Although I am still in the market for the nice 80-200 old plastic lens which should sell for $75, I doubt that I would be buying any other older lens that don't have VR. This includes the 14-24mm, the 14mm and most non VR lens.

The fact remains that VR is needed; just in case. You don't need a fast lens, you don't need a sharp lens because if you cannot focus on your subject and if your hand shakes it defeats the purpose of paying $2k for a fast sharp lens.

Although this lens was under $200, it is time that I stop making a collection hobby out of my profession; Get the lenses you need and use them.

Saturday, June 5, 2010

Studio Strobes VS Continuous Lights

Since the late 70's I've always shot with studio strobes (lights that flashes). With a meter in hand, I would carefully move and measure the lights around the subject before even taking the first shot; subject movement was very limited. Every time we reposition the subject such as sitting, standing, lying down we had to re-measure the lights and adjust the distance.

Average time, in the late 70's, per headshot session was several hours; this did not include the photo development time which is usually a week.


With digital, we could see the photo immediately and we could move the lights freely and adjust the camera as needed; thus eliminating the need for meter. However the need to constantly checking the shot is still a hit and miss process; color balance is a task usually reserved for photoshop.


Recently with the purchase of a continuous light system, all this has changed. Basically setting up the lights is a snap as it is "what you see is what you get". In fact, you can also use the camera WB pre setting to set the exact WB thus no post process color correction is needed.

With aperture priority, auto-iso set to a max of 1600 iso and a 50mm lens, it takes less then 10 minutes to shoot a 150 headshots; all color perfect.

The post processing was a pleasure too as since every photo is already color corrected, the only work that needed to be done in photoshop was re-centering and cropping.

Total time from start to finish took less then half hour.

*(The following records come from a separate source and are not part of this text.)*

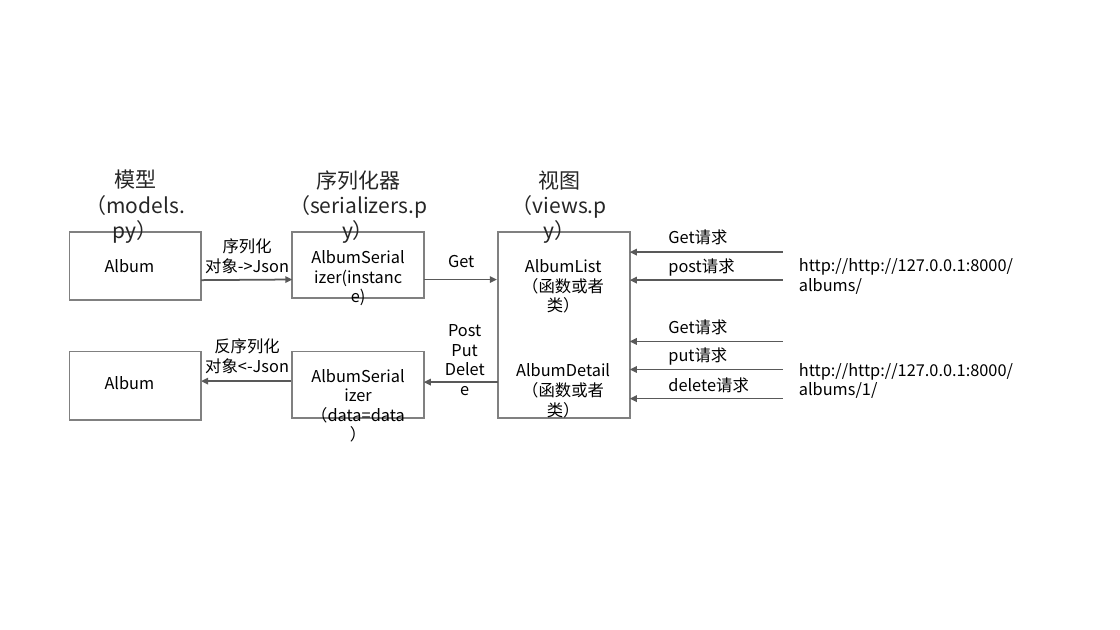
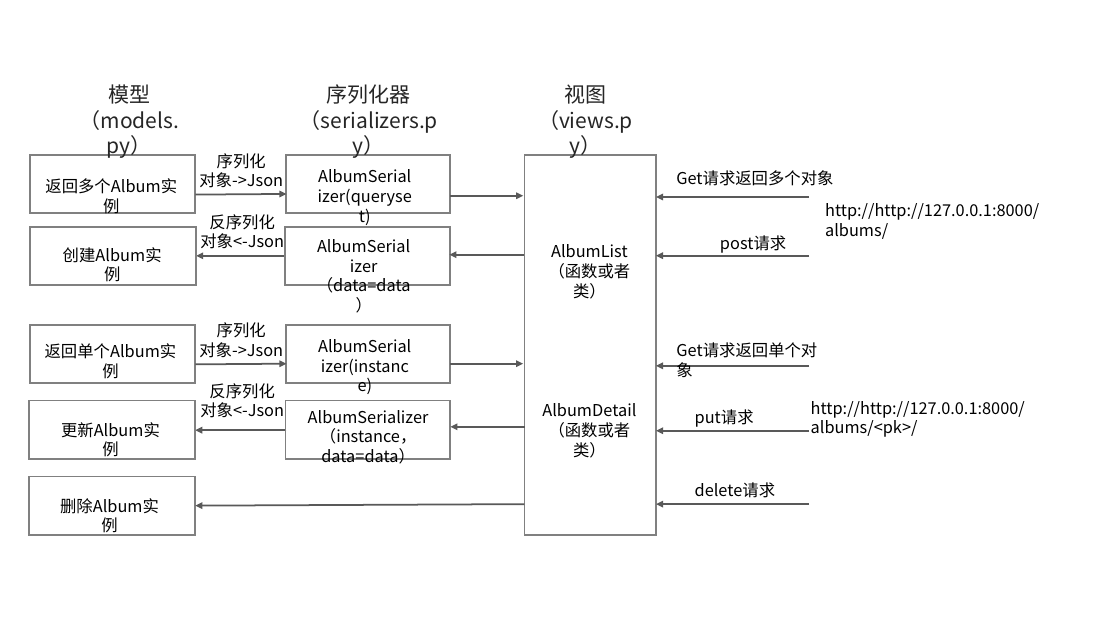
Before and after one commit to telecomshy/Python-Private-Manual, a slide deck: slide 1 of Django私房手册/django_rest_framework.pptx. Drawn at 1120x630 pixels with LibreOffice and Linux fonts; fonts in the diff are those of the drawing. Boxes give left, top, right and bottom in pixels: in the first picture for what was removed or moved away, otherwise in the second. Text is boxed around its words. In the diff, an @@ line names an element or a change of style, - is before the commit and + after.

Commit message:
2023年的第一次更新

```diff
--- a/Django私房手册/django_rest_framework.pptx
+++ b/Django私房手册/django_rest_framework.pptx
@@ text "序列化器": place and size @@
-text "序列化器" at (289, 170, 427, 218)
+text "序列化器" at (300, 84, 438, 133)
@@ text "视图": place and size @@
-text "视图" at (512, 170, 607, 218)
+text "视图" at (538, 84, 633, 133)
@@ rectangle: place and size @@
-rectangle at (70, 232, 202, 300)
+rectangle at (30, 155, 196, 213)
@@ text at (45, 178, 177, 194): text changed @@
-Album
+返回多个Album实例
@@ rectangle: place and size @@
-rectangle at (292, 232, 424, 298)
+rectangle at (287, 155, 450, 213)
@@ rectangle: place and size @@
-rectangle at (498, 232, 630, 418)
+rectangle at (524, 155, 656, 535)
@@ text at (676, 170, 833, 186): text changed @@
-Get请求
+Get请求返回多个对象
@@ text "反序列化": place and size @@
-text "反序列化" at (205, 338, 289, 374)
+text "反序列化" at (200, 214, 284, 253)
@@ 2 texts, 1 arrow: place and size @@
-2 texts, 1 arrow at (85, 169, 292, 281)
+2 texts, 1 arrow at (80, 84, 287, 195)
@@ arrow moved from (424, 280) - (497, 280) to (450, 196) - (523, 196) @@
@@ arrow moved from (783, 252) - (630, 252) to (809, 197) - (656, 197) @@
@@ text "http://http://127.0.0.1:8000/albums/": place and size @@
-text "http://http://127.0.0.1:8000/albums/" at (799, 258, 1013, 294)
+text "http://http://127.0.0.1:8000/albums/" at (825, 203, 1039, 239)
@@ rectangle: place and size @@
-rectangle at (70, 352, 202, 420)
+rectangle at (30, 227, 197, 285)
@@ rectangle: place and size @@
-rectangle at (292, 352, 424, 418)
+rectangle at (285, 227, 450, 285)
@@ text "AlbumSerializer（data=data）": place and size @@
-text "AlbumSerializer（data=data）" at (311, 407, 405, 423)
+text "AlbumSerializer（data=data）" at (317, 277, 411, 293)
@@ text "AlbumList": place and size @@
-text "AlbumList" at (522, 259, 604, 313)
+text "AlbumList" at (549, 244, 631, 299)
@@ text "post请求": place and size @@
-text "post请求" at (668, 258, 734, 276)
+text "post请求" at (720, 235, 786, 253)
@@ arrow moved from (292, 381) - (202, 381) to (285, 256) - (197, 256) @@
@@ text removed at (448, 255, 474, 268) @@
-Get
@@ arrow moved from (498, 382) - (424, 382) to (524, 255) - (450, 255) @@
@@ arrow moved from (783, 281) - (630, 281) to (809, 255) - (656, 255) @@
@@ text removed at (448, 324, 481, 356) @@
-Post
-Put
-Delete
@@ text at (668, 319, 727, 335): text changed @@
-Get请求
+Get请求返回单个对象
@@ text removed at (105, 376, 155, 390) @@
-Album
@@ group added at (29, 247, 525, 534): 8 texts, 5 arrows, 5 rectangles @@
+创建Album实例
+AlbumSerializer（instance，data=data）
+更新Album实例
+删除Album实例
+AlbumSerializer(instance)
+返回单个Album实例
+序列化
+对象->Json
+反序列化
+对象<-Json
@@ arrow moved from (783, 341) - (630, 341) to (809, 366) - (656, 366) @@
@@ text at (308, 410, 429, 424): text changed @@
-AlbumSerializer(instance)
+AlbumSerializer(queryset)
@@ text "AlbumDetail": place and size @@
-text "AlbumDetail" at (516, 363, 610, 419)
+text "AlbumDetail" at (542, 403, 636, 458)
@@ text "put请求": place and size @@
-text "put请求" at (668, 347, 727, 365)
+text "put请求" at (695, 409, 754, 427)
@@ text at (811, 401, 1025, 437): text changed @@
-http://http://127.0.0.1:8000/albums/1/
+http://http://127.0.0.1:8000/albums/<pk>/
@@ arrow moved from (783, 370) - (630, 370) to (809, 431) - (656, 431) @@
@@ text "delete请求": place and size @@
-text "delete请求" at (668, 377, 748, 393)
+text "delete请求" at (695, 482, 775, 498)
@@ arrow moved from (783, 399) - (630, 399) to (809, 504) - (656, 504) @@
```
Also in this commit, not shown: 42 other files.

If you are still using strobes, it is time to change over to continuous; you will thank me for it if you are reading this.

The Illusive back up

In my line of work, all photos are irreplaceable; irreplaceable in the sense that represents the progression of my work throughout the years and are simply priceless.

I spent years looking for the ultimate backup for my work. From complete standalone servers that were foisted into small closets, to huge drive arrays (12 hard drives) built right into the workstation that kept me warm over the cold winter season to smaller external raid system that tested my patience in transfer speeds, I never found the perfect backup until recently.

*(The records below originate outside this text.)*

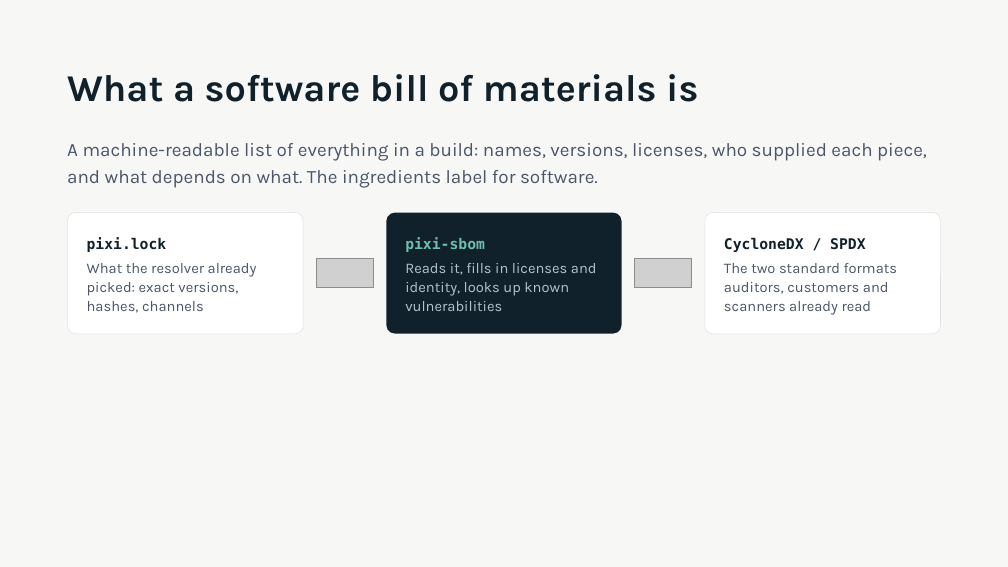
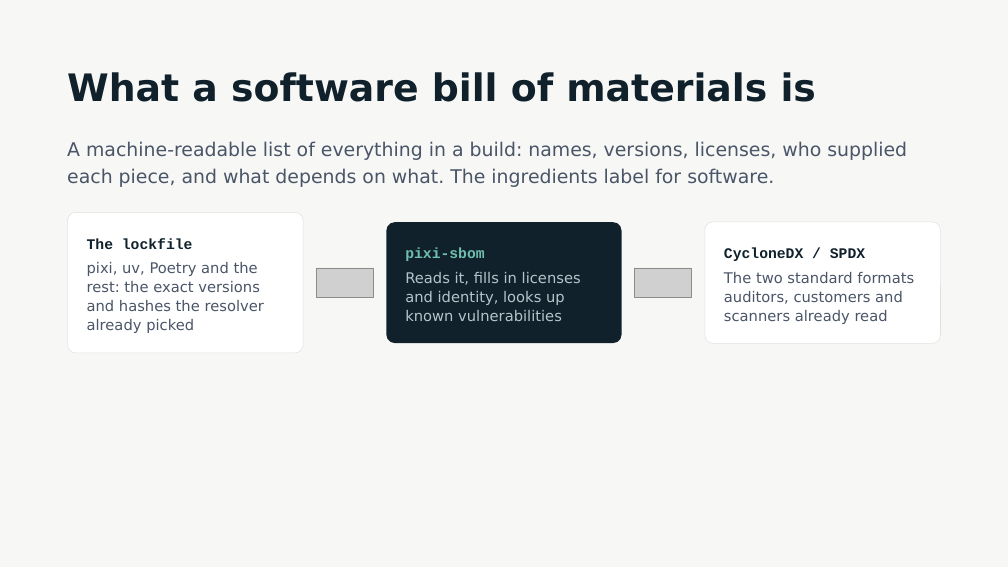
Before and after one commit to actions-marketplace-validations/millsks_pixi-sbom, a slide deck: slide 3 of docs/presentations/engineering-management/pixi-sbom-engineering.pptx. Drawn at 1008x567 pixels with LibreOffice and Linux fonts; fonts in the diff are those of the drawing; grey boxes stand for pictures. Boxes give left, top, right and bottom in pixels: in the first picture for what was removed or moved away, otherwise in the second. Text is boxed around its words. In the diff, an @@ line names an element or a change of style, - is before the commit and + after.

```diff
--- a/docs/presentations/engineering-management/pixi-sbom-engineering.pptx
+++ b/docs/presentations/engineering-management/pixi-sbom-engineering.pptx
@@ font Karla to DejaVu Sans in 4 elements at bbox=[67, 141, 907, 187], bbox=[405, 272, 581, 321], bbox=[724, 272, 914, 324], bbox=[67, 72, 816, 102] @@
@@ rounded rectangle: place and size @@
-rounded rectangle at bbox=[67, 212, 303, 334]
+rounded rectangle at bbox=[67, 212, 303, 353]
@@ rounded rectangle at bbox=[67, 212, 303, 353]: proportions changed @@
@@ text at bbox=[87, 238, 193, 249]: text changed; font DejaVu Sans Mono to Courier New @@
-pixi.lock
+The lockfile
@@ 4 texts, 2 pictures, 2 rounded rectangles: place and size @@
-4 texts, 2 pictures, 2 rounded rectangles at bbox=[316, 212, 941, 334]
+4 texts, 2 pictures, 2 rounded rectangles at bbox=[316, 222, 941, 344]
@@ text at bbox=[87, 262, 264, 333]: text changed; font Karla to DejaVu Sans @@
-What the resolver already picked: exact versions, hashes, channels
+pixi, uv, Poetry and the rest: the exact versions and hashes the resolver already picked
@@ text "pixi-sbom" at bbox=[405, 247, 484, 261]: font DejaVu Sans Mono to Courier New @@
@@ text "CycloneDX / SPDX" at bbox=[724, 247, 865, 261]: font DejaVu Sans Mono to Courier New @@
```
Also in this commit, not shown: 10 other slides changed, 1 slide added, 1 slide removed, 16 other files.

Data recovery is big business and they survive by the laziness of users that don't bother to backup; but backing up your data is such a chore and even automatic backup software doesn't mean you have up to the minute backup. What if your last backup was yesterday night and you have spent the whole day editing and suddenly your system fails?

Also backup means that you have to have at least twice the storage space and four times the storage space is needed if you wish to be methodical. Thus your current working storage has to be redundant so that if anything fails on your working system, you are protected. The backup system has to be redundant too since you may keep files on your backup system, but not on your working space.


Currently I am using a system that has a built in hardware raid that ensures me that when a hard drive fails, I can simply replace the failed hard drive and the system will be rebuild the data. However this is all hardware dependant, i.e. it is a function of the computer that if the computer fails the only way to recover and read the data is to have an identical spare computer that you can move the hard drives to.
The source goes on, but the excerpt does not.